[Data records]
************

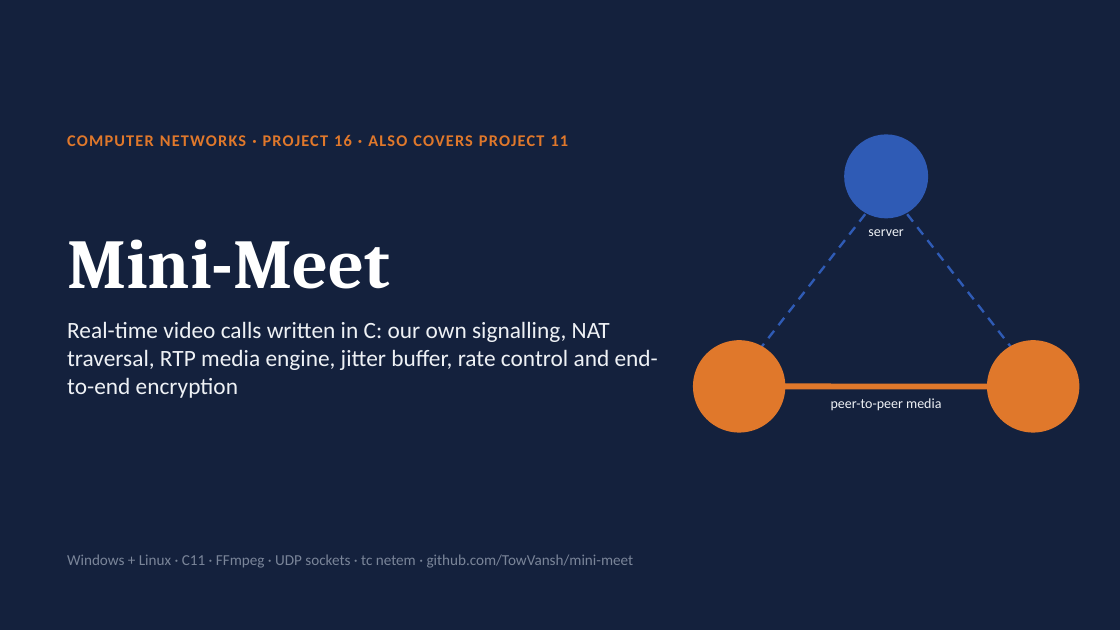
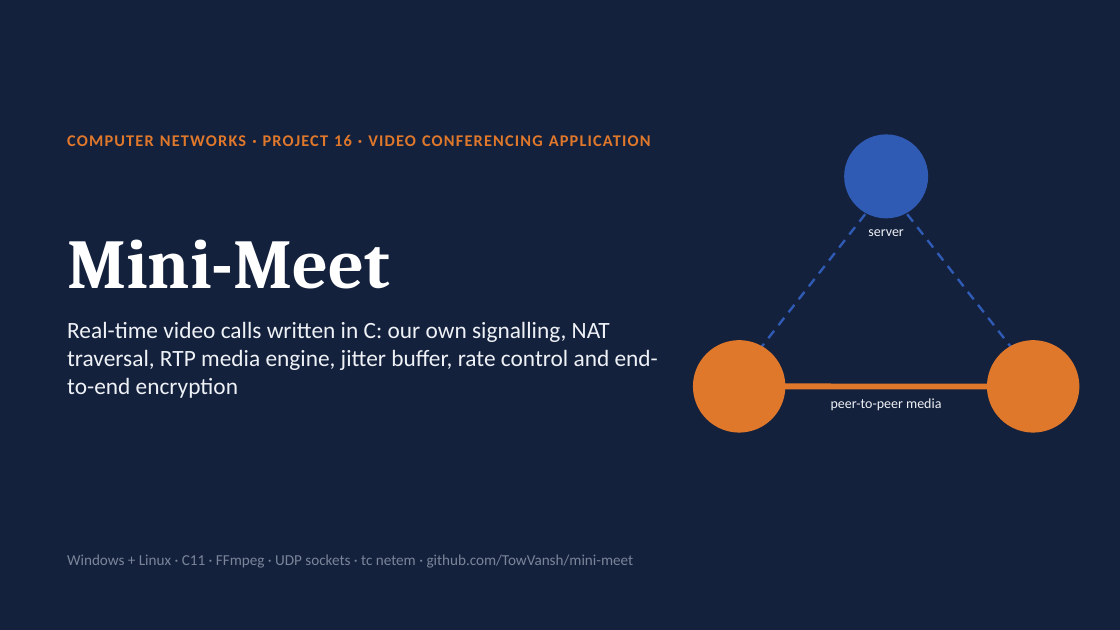
Before and after one commit to TowVansh/mini-meet, a slide deck: slide 1 of Mini-Meet-Slides.pptx. Drawn at 1120x630 pixels with LibreOffice and Linux fonts; fonts in the diff are those of the drawing. Boxes give left, top, right and bottom in pixels: in the first picture for what was removed or moved away, otherwise in the second. Text is boxed around its words. In the diff, an @@ line names an element or a change of style, - is before the commit and + after.

Commit message:
Focus report, slides and docs on Project 16 only

```diff
--- a/Mini-Meet-Slides.pptx
+++ b/Mini-Meet-Slides.pptx
@@ text at bbox=[67, 135, 651, 146]: text changed @@
-COMPUTER NETWORKS · PROJECT 16 · ALSO COVERS PROJECT 11
+COMPUTER NETWORKS · PROJECT 16 · VIDEO CONFERENCING APPLICATION
```
Also in this commit, not shown: 1 other slide changed, 6 other files.

************

Directions for this task:
In the records above, count the lines that contain the word "NETWORKS" and state only that count.

Exercise solution:
2